図1に示すように、モータ装置100は、モータ2と、回転軸センサ30と、制御部40と、インバータ50とを備える。
本実施形態によるモータ装置100は、例えば、車両のウィンドウガラスを払拭するワイパー装置に利用される。
【0012】
モータ2は、例えば、3相4極形のブラシレスモータである。モータ2は、後述する駆動信号に基づいて、インバータ50が出力する出力信号により回転駆動する。
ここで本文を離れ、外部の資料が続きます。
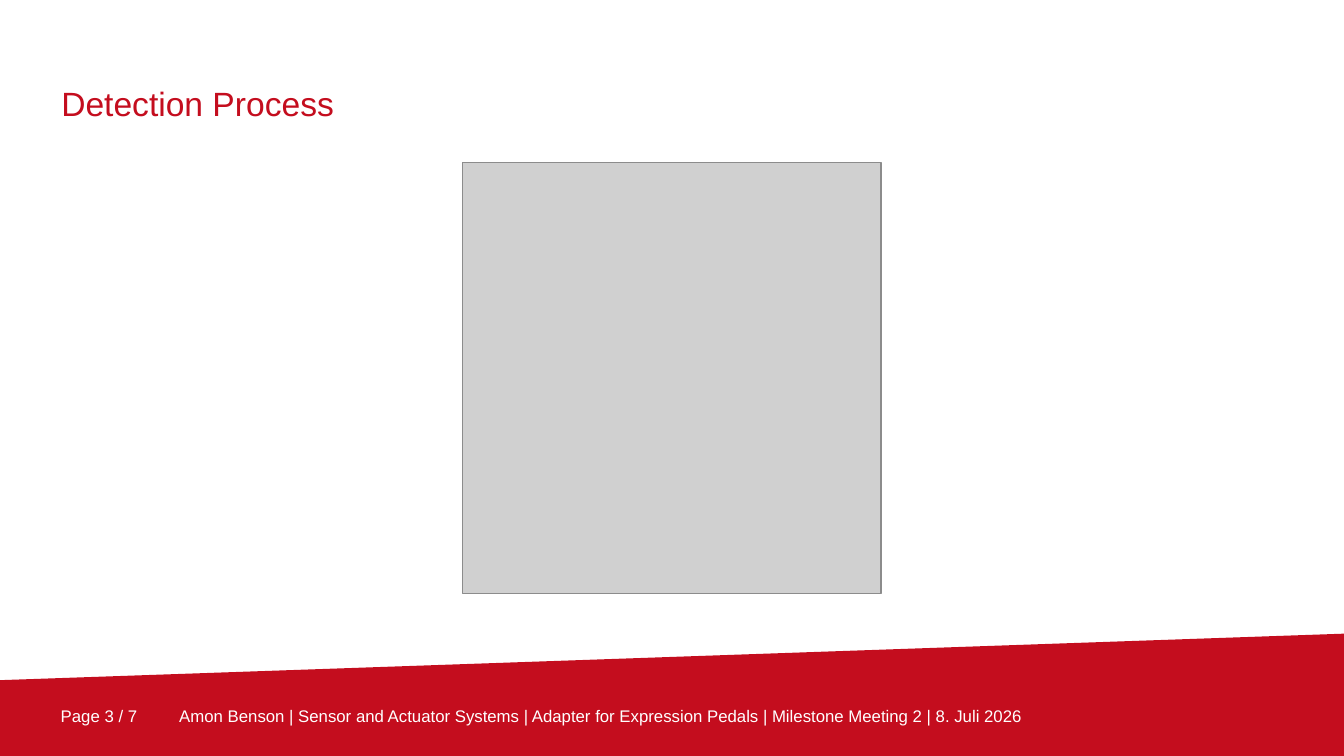
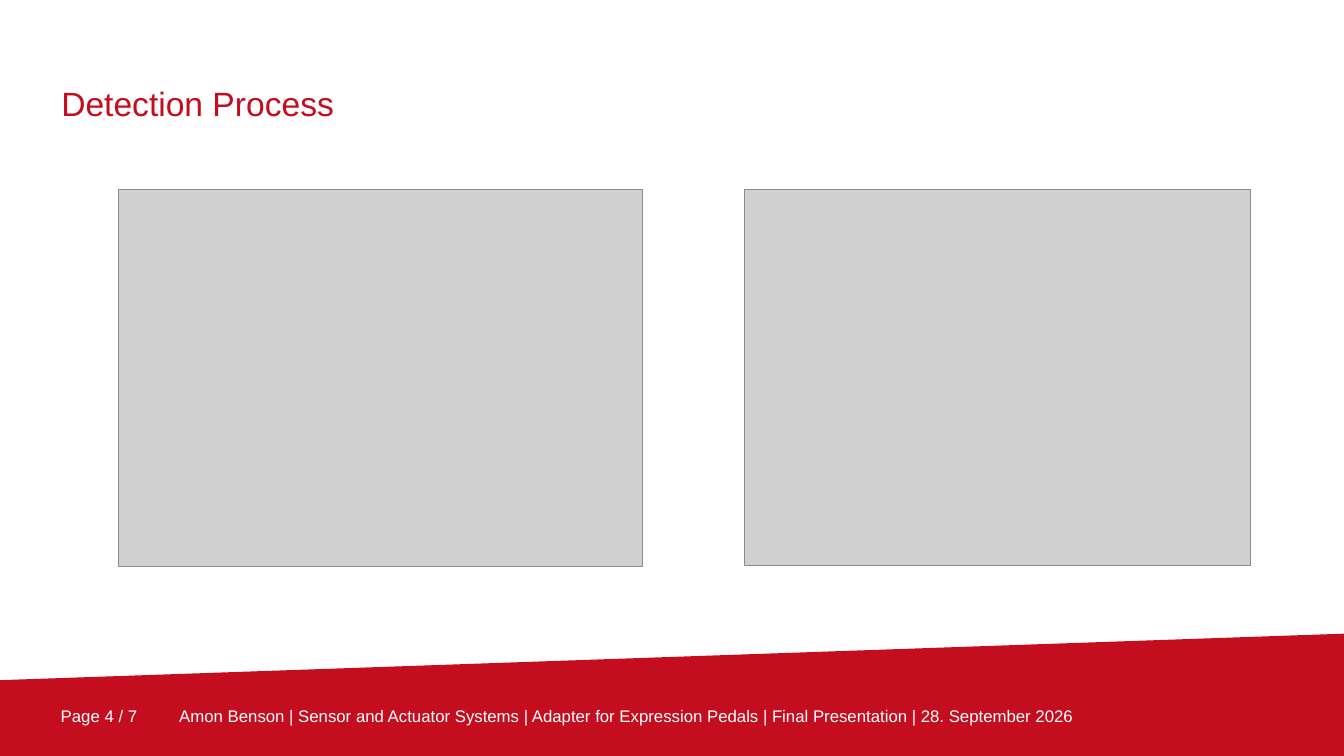
Before and after one commit to amonbenson/expad, a slide deck: slide 4 of presentations/Expression Controller Final.pptx (slide 3 before the commit). Drawn at 1344x756 pixels with LibreOffice and Linux fonts; fonts in the diff are those of the drawing; grey boxes stand for pictures; background and template pictures are left out. Boxes give left, top, right and bottom in pixels: in the first picture for what was removed or moved away, otherwise in the second. Text is boxed around its words. In the diff, an @@ line names an element or a change of style, - is before the commit and + after.

Commit message:
added web server and some bugfixes with specific Pedal models

```diff
--- a/presentations/Expression Controller Final.pptx
+++ b/presentations/Expression Controller Final.pptx
@@ picture removed at (463,163,881,594) @@
@@ picture added at (118,190,642,567) @@
@@ picture added at (744,190,1251,566) @@
@@ page number at (61,710,137,726): text changed @@
-Page 3 / 7
+Page 4 / 7
@@ text at (179,710,1072,726): text changed @@
-Amon Benson | Sensor and Actuator Systems | Adapter for Expression Pedals | Milestone Meeting 2 | 8. Juli 2026
+Amon Benson | Sensor and Actuator Systems | Adapter for Expression Pedals | Final Presentation | 28. September 2026
```
Also in this commit, not shown: 13 other slides changed, 1 slide added, 1 slide removed, 23 other files.

また、モータ2は、ステータ21と、ロータ22とを備える。
【0013】
ステータ21は、モータ2のケースの内周に固定されている。ステータ21は、3相の電機子コイル(21u、21v、21w)を備える。ステータ21は、電機子コイル(21u、21v、21w)が巻装されている。例えば、3相の電機子コイル(21u、21v、21w)は、デルタ結線により接続される。
【0014】
デルタ結線において、電機子コイル21uと、電機子コイル21wとが、接続点21aにより接続され、電機子コイル21vと、電機子コイル21wとが、接続点21bにより接続され、電機子コイル21uと、電機子コイル21vとが、接続点21cにより接続されている。
【0015】
ロータ22は、ステータ21の内側に設けられている。ロータ22は、例えば、ロータ軸22aと、ロータ軸22aに取り付けた4極の永久磁石22bとを備える。モータ2のケース内には、複数の軸受(不図示)が設けられており、ロータ軸22aは、複数の軸受により回転可能に支持されている。
【0016】
回転軸センサ30は、ロータ22の回転に応じた信号を検出する。回転軸センサ30は、例えば、3つのホールIC(不図示)を備える。これらの3つのホールICは、ロータ22が回転すると、それぞれ互いに120度位相のずれたパルス信号を制御部40に対して出力する。すなわち、回転軸センサ30は、ロータ22の回転にともない、ロータ軸22aに配置されたセンサマグネット(不図示)の磁極の変化に基づいたパルス信号を発生し、制御部40に出力する。各ホールICは、それぞれ電気角で120度毎ずれた位置を検出する。
【0017】
制御部40は、例えば、CPU(Central Processing Unit)などを含むプロセッサであり、モータ装置100を統括的に制御する。制御部40は、PWM(Pulse With Modulation:パルス幅変調)制御を行い、目標のロータ22の回転出力(例えば、目標回転数TRPM)に応じたデューティ比を設定し、設定したデューティ比に応じた駆動信号をインバータ50に出力する。また、制御部40は、インバータ50を介して、例えば、矩形波通電によりモータ2の駆動を制御する。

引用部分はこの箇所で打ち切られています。